■ **What you need to do**
State how many lines of the material below contain the word "those". Add nothing else.

■ **Exercise data**
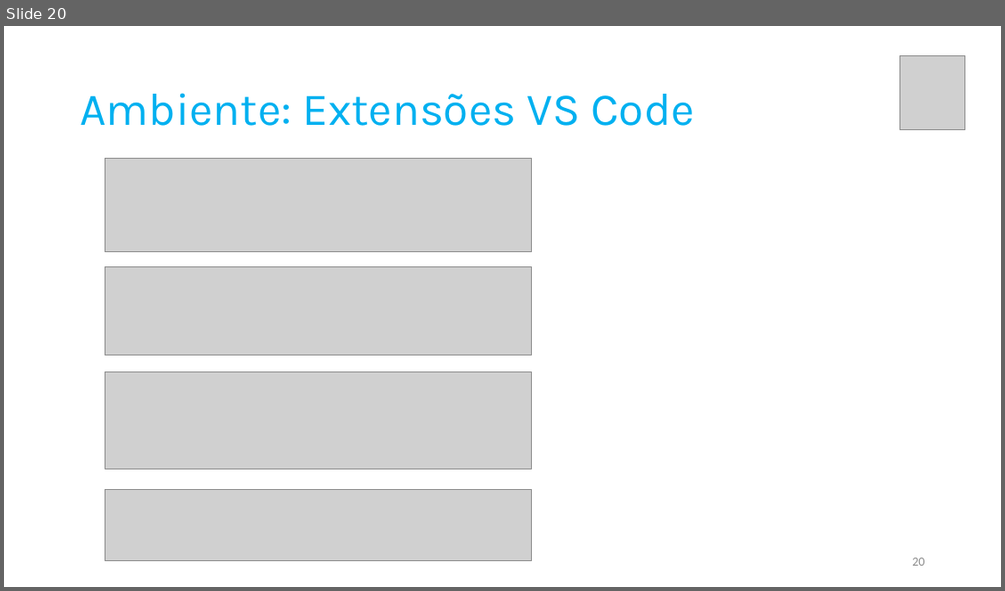
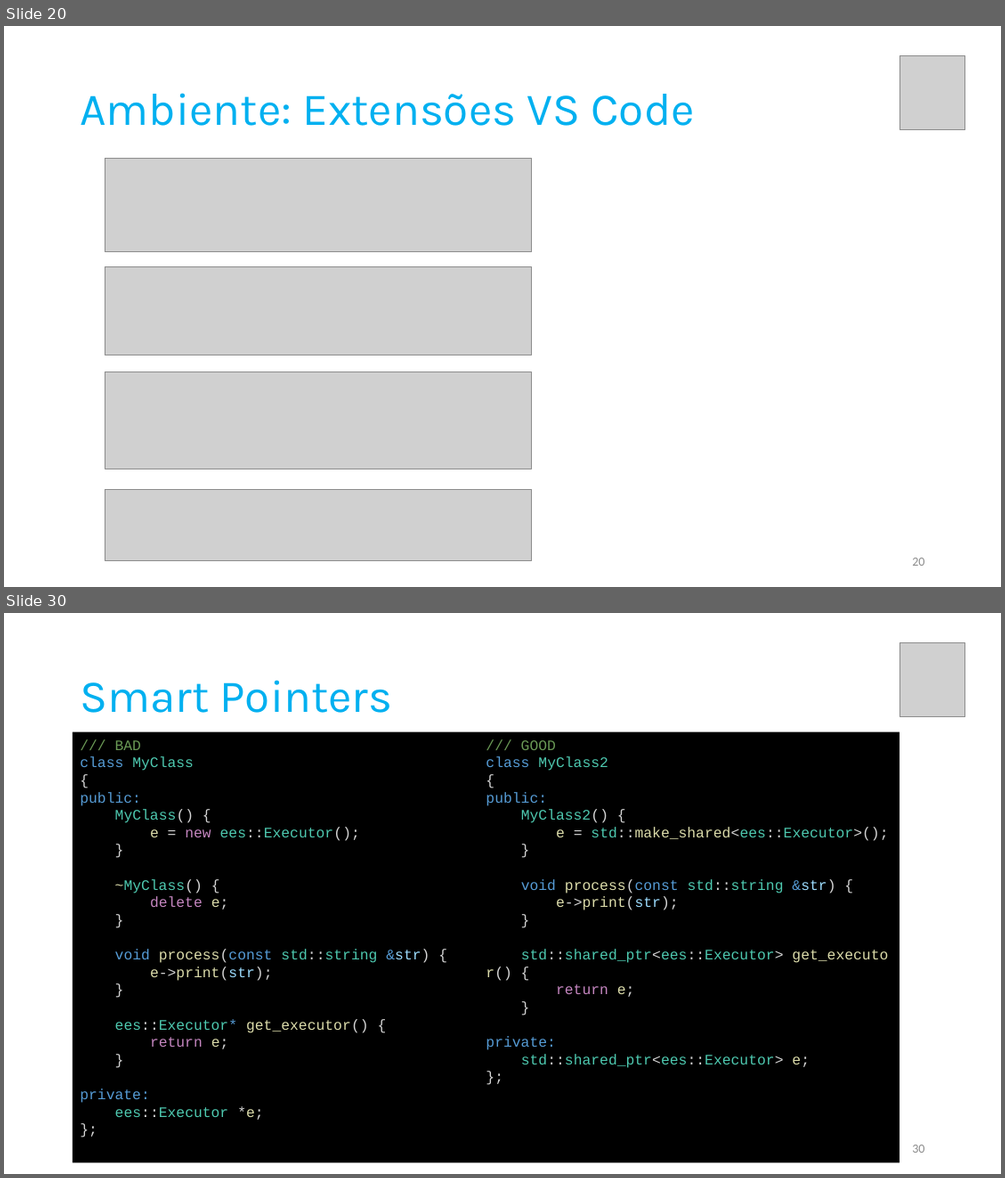
Before and after one commit to pfaco/ees_cpp, a slide deck: slides/C++.pptx. Shown one above the other, each under a label of ours: slide 20 before the commit, slides 20 and 30 after it; the slides between them are not shown. The pictures are 1005x591 and 1005x1178 pixels, drawn with LibreOffice and Linux fonts; fonts in the diff are those of the drawing; grey boxes stand for pictures. Boxes give left, top, right and bottom in pixels: in the first picture for what was removed or moved away, otherwise in the second. Text is boxed around its words. In the diff, an @@ line names an element or a change of style, - is before the commit and + after.

```diff
--- a/slides/C++.pptx
+++ b/slides/C++.pptx
@@ slide 30 added at (x1=4, y1=613, x2=1001, y2=1174), background #FFFFFF @@
@@ picture added at (x1=900, y1=643, x2=966, y2=717) @@
@@ title added at (x1=80, y1=680, x2=393, y2=713), 44 pt, text #00B0F0 @@
+Smart Pointers
@@ text added at (x1=73, y1=732, x2=900, y2=1163), fill #000000, 14 pt, text #4EC9B0 @@
+/// BAD
+class MyClass
+{
+public:
+MyClass() {
+e = new ees::Executor();
+}
+~MyClass() {
+delete e;
+}
+void process(const std::string &str) {
+e->print(str);
+}
+ees::Executor* get_executor() {
+return e;
+}
+private:
+ees::Executor *e;
+};
+/// GOOD
+class MyClass2
+{
+public:
+MyClass2() {
+e = std::make_shared<ees::Executor>();
+}
+void process(const std::string &str) {
+e->print(str);
+}
+std::shared_ptr<ees::Executor> get_executor() {
+return e;
+}
+private:
+std::shared_ptr<ees::Executor> e;
+};
@@ page number added at (x1=912, y1=1144, x2=924, y2=1152), 12 pt, text #8C8C8C @@
+30
```
Also in this commit, not shown: 4 slides changed, 15 other slides added, 3 slides removed, 1 other file.
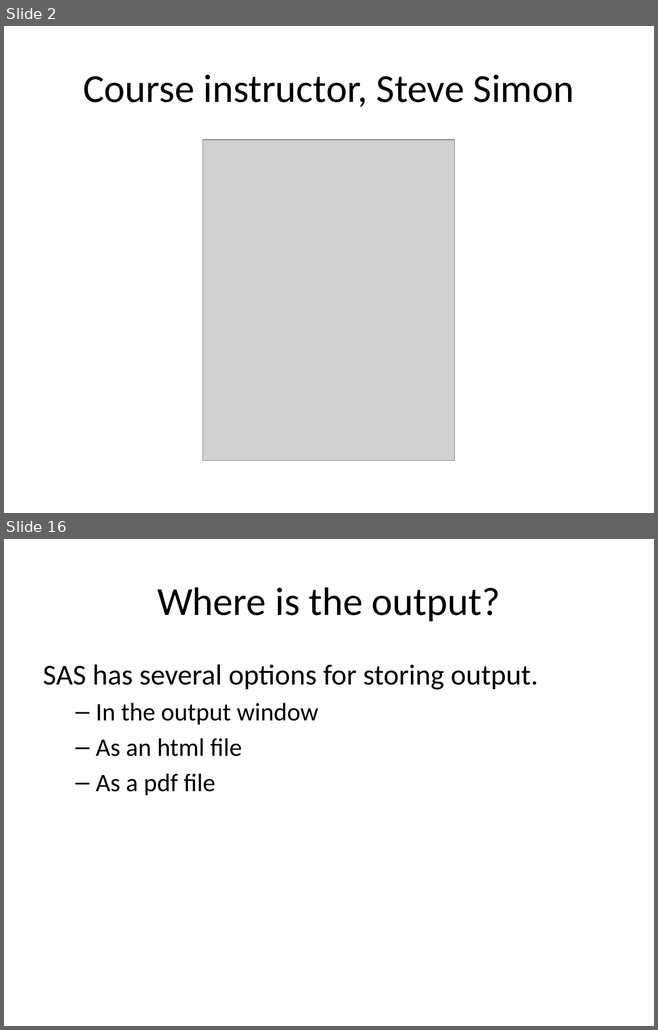
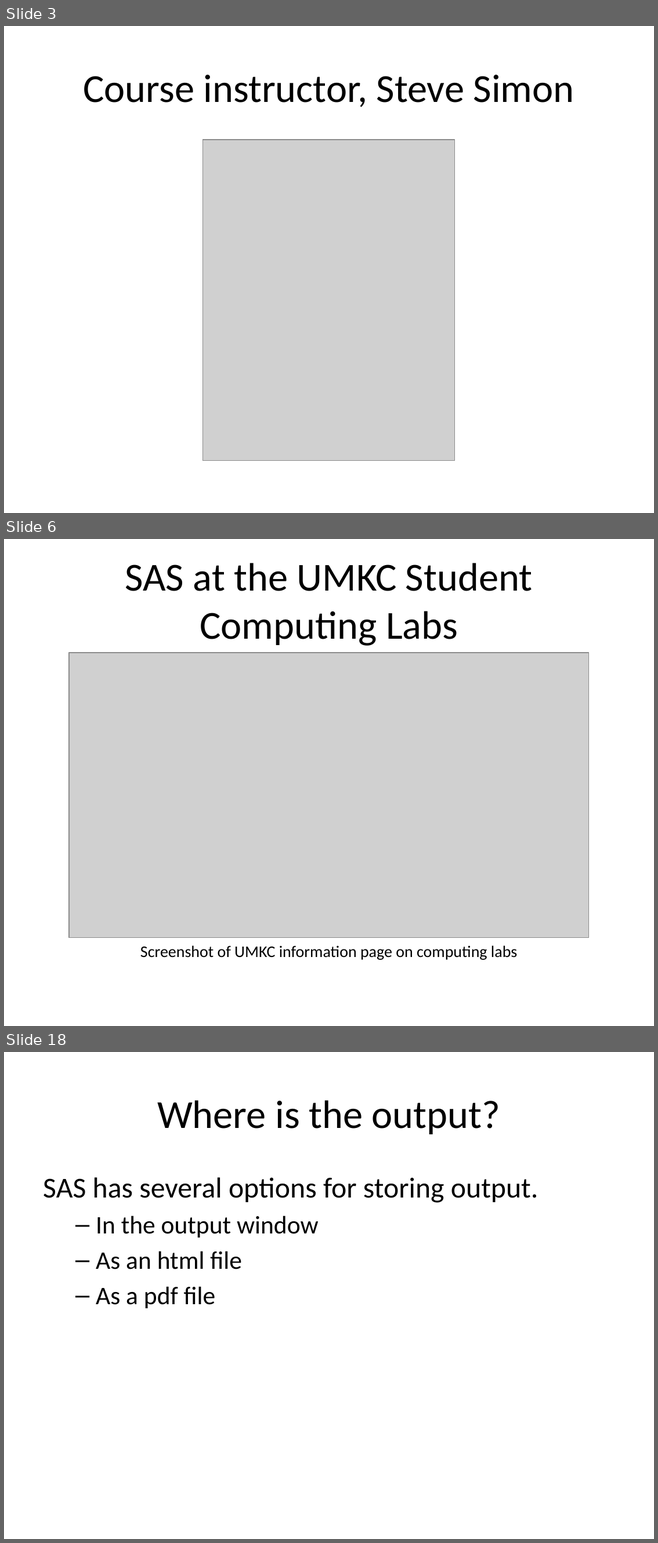
Before and after one commit to pmean/introduction-to-SAS, a slide deck: part0/src/getting-started.pptx. Shown one above the other, each under a label of ours: slides 2 and 16 before the commit, slides 3, 6 and 18 after it; the slides between them are not shown. The pictures are 658x1030 and 658x1543 pixels, drawn with LibreOffice and Linux fonts; fonts in the diff are those of the drawing; grey boxes stand for pictures. Boxes give left, top, right and bottom in pixels: in the first picture for what was removed or moved away, otherwise in the second. Text is boxed around its words. In the diff, an @@ line names an element or a change of style, - is before the commit and + after.

```diff
--- a/part0/src/getting-started.pptx
+++ b/part0/src/getting-started.pptx
@@ slide 6 added at (x1=4, y1=539, x2=654, y2=1026), background #FFFFFF @@
@@ title added at (x1=125, y1=563, x2=532, y2=646), 44 pt, text #000000 @@
+SAS at the UMKC Student Computing Labs
@@ picture added at (x1=69, y1=653, x2=589, y2=938) @@
@@ text added at (x1=140, y1=946, x2=517, y2=960), 18 pt, text #000000 @@
+Screenshot of UMKC information page on computing labs
@@ what was slide 2 is now slide 3 @@
@@ what was slide 16 is now slide 18 @@
```
Also in this commit, not shown: 3 slides changed, 22 other slides added, 16 slides removed, 3 other files.
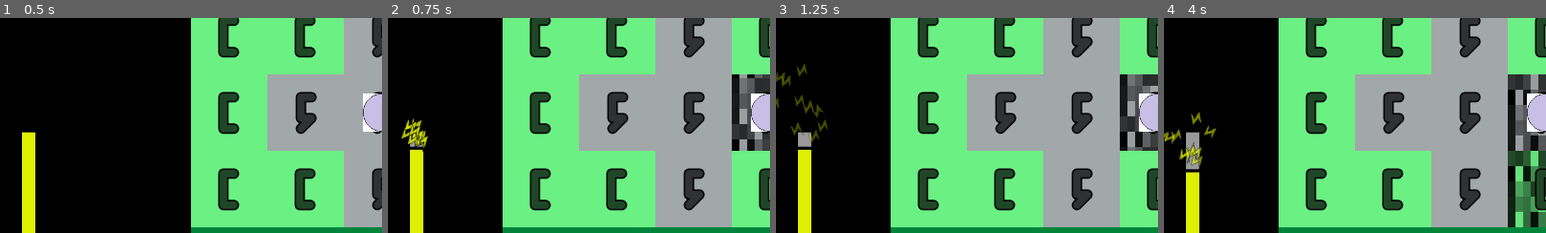
Above: before the commit, frames 1-4 (left to right).
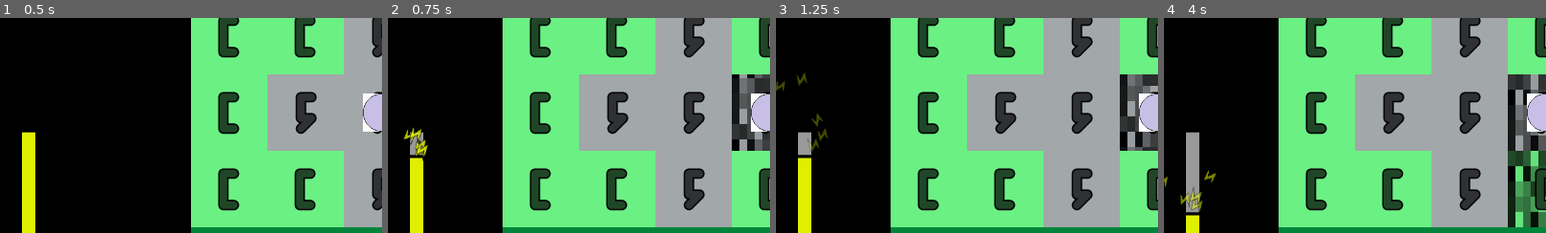
Above: after the commit, the same moments.

Repository: SamBumgardner/from-the-mountain
Game: Godot game, scene res://gameplay/gameplay.tscn
Same seed, same stepped clock (60 frames per second), same inputs: the game is played once before the commit and once after it.
Inputs:
- Up to frame 1 (0.5 s): no input
- Up to frame 2 (0.75 s): tap Enter at 0.5 s; hold Right (player_right) from 0.53 s (still down); hold Space (player_interact) from 0.53 s (still down)
- Up to frame 3 (1.25 s): keep holding Right (player_right); keep holding Space (player_interact)
- Up to frame 4 (4 s): release Right (player_right) at 1.28 s; release Space (player_interact) at 1.28 s; hold S (player_down) 1.28-2.03 s; tap Space (player_interact) at 1.35, 2.85 s; hold Right (player_right) 2.03-2.78 s; hold Space (player_interact) 2.03-2.78 s; hold Up (player_up) 2.78-3.53 s; hold A (player_left) from 3.53 s (still down); hold Space (player_interact) from 3.53 s (still down)
The pictures show only the part of the screen within x 0-50%, y 28-78%; the shares and areas given below are measured in that part.

Frame 1 is identical in both runs. In frame 2, 0.8% of the frame differs, in the area x 3-11%, y 46-67%; in frame 3, 1.1%; in frame 4, 1.6%, in the area x 0-14%, y 43-92%.

Commit message:
basic harvest implementation

Diff:
--- a/map/Tile.gd
+++ b/map/Tile.gd
@@ -4,6 +4,8 @@
 @export var amount_remaining : float = 1
 @export var tile_text : String = ""
 @export var movement_in_cost : float = 20.0
+@export var harvest_cost : float = 5.0
+@export var resource_yield : Array[int] = [0, 0, 0]
 
 func _ready():
 	material = material.duplicate()
@@ -22,8 +24,16 @@
 func can_harvest() -> bool:
 	return amount_remaining > 0
 
-func harvest() -> float:
+func harvest() -> Array[Inventory.InvResource]:
 	# should return something more complex in the future - inner class for harvest reward?
 	var harvested_amount = amount_remaining
 	set_remaining(0)
-	return harvested_amount
+
+	var harvest_results:Array[Inventory.InvResource] = []
+	for i in resource_yield.size():
+		var harvest_result = Inventory.InvResource.new()
+		harvest_result.type = i
+		harvest_result.amount = resource_yield[i]
+		harvest_results.append(harvest_result)
+
+	return harvest_results
--- a/map/WorldMap.gd
+++ b/map/WorldMap.gd
@@ -10,7 +10,6 @@
 	else:
 		return null
 
-
 func _on_child_entered_tree(child):
 	var child_coord: Vector2i = local_to_map(to_local(child.global_position))
 	set_cell(0, child_coord, 0, Vector2i.ZERO, child.get_index())
--- a/map/tile_variants/ForestTile.tscn
+++ b/map/tile_variants/ForestTile.tscn
@@ -7,3 +7,4 @@
 color = Color(0, 0.521569, 0.227451, 1)
 tile_text = "f"
 movement_in_cost = 5.0
+resource_yield = Array[int]([1, 0, 0])
--- a/map/tile_variants/MeadowTile.tscn
+++ b/map/tile_variants/MeadowTile.tscn
@@ -7,3 +7,4 @@
 color = Color(0.419608, 0.941176, 0.517647, 1)
 tile_text = "m"
 movement_in_cost = 1.0
+resource_yield = Array[int]([0, 0, 1])
--- a/map/tile_variants/MountainTile.tscn
+++ b/map/tile_variants/MountainTile.tscn
@@ -7,3 +7,4 @@
 color = Color(0.635294, 0.654902, 0.666667, 1)
 tile_text = "P"
 movement_in_cost = 10.0
+resource_yield = Array[int]([0, 1, 0])
--- /dev/null
+++ b/player/Inventory.gd
@@ -0,0 +1,20 @@
+class_name Inventory extends RefCounted
+
+signal resource_count_updated(resource_changes:Array[InvResource])
+
+var resource_array:Array[int] = [0,0,0]
+
+enum {WOOD, STONE, FOOD}
+
+func update_resource_count(resource_changes: Array[InvResource]):
+	for change in resource_changes:
+		resource_array[change.type] += change.amount
+
+	resource_count_updated.emit(resource_array)
+
+func get_resource_amounts():
+	return resource_array
+
+class InvResource:
+	var type:int
+	var amount:int
--- a/player/Player.gd
+++ b/player/Player.gd
@@ -17,9 +17,10 @@
 
 var _game_ending : bool = false
 
+var inventory : Inventory = Inventory.new()
+
 func _ready():
 	current_coords = world_map.local_to_map(world_map.to_local(global_position))
-	pass
 
 func restart():
 	_game_ending = false
@@ -43,18 +44,28 @@
 			current_coords = current_coords + distance
 			#resolve any additional results of moving into tile.
 
-		if current_energy <= 0 and not _game_ending:
-			print("character is exhuasted! Start end-of-game process now")
-			start_end_of_game_sequence.emit("energy")
-			$GameEndDelay.start()
-			_game_ending = true
+		_check_end_of_game()
 
 func harvest():
-	if current_tile != null && current_tile.can_harvest:
-		var harvest_results = current_tile.harvest()
-		print(harvest_results)
+	if current_tile == null:
+		current_tile = world_map.get_tile(current_coords)
+	if current_tile.can_harvest:
+		var harvest_results:Array[Inventory.InvResource] = current_tile.harvest()
+		inventory.update_resource_count(harvest_results)
+		print(inventory.get_resource_amounts())
+
+		current_energy -= current_tile.harvest_cost
+
+		_check_end_of_game()
 	else:
 		pass # play meep-merp sound
+
+func _check_end_of_game():
+	if current_energy <= 0 and not _game_ending:
+		print("character is exhuasted! Start end-of-game process now")
+		start_end_of_game_sequence.emit("energy")
+		$GameEndDelay.start()
+		_game_ending = true
 
 func _input(event):
 	if !_game_ending:

■ **Solution to the problem**
2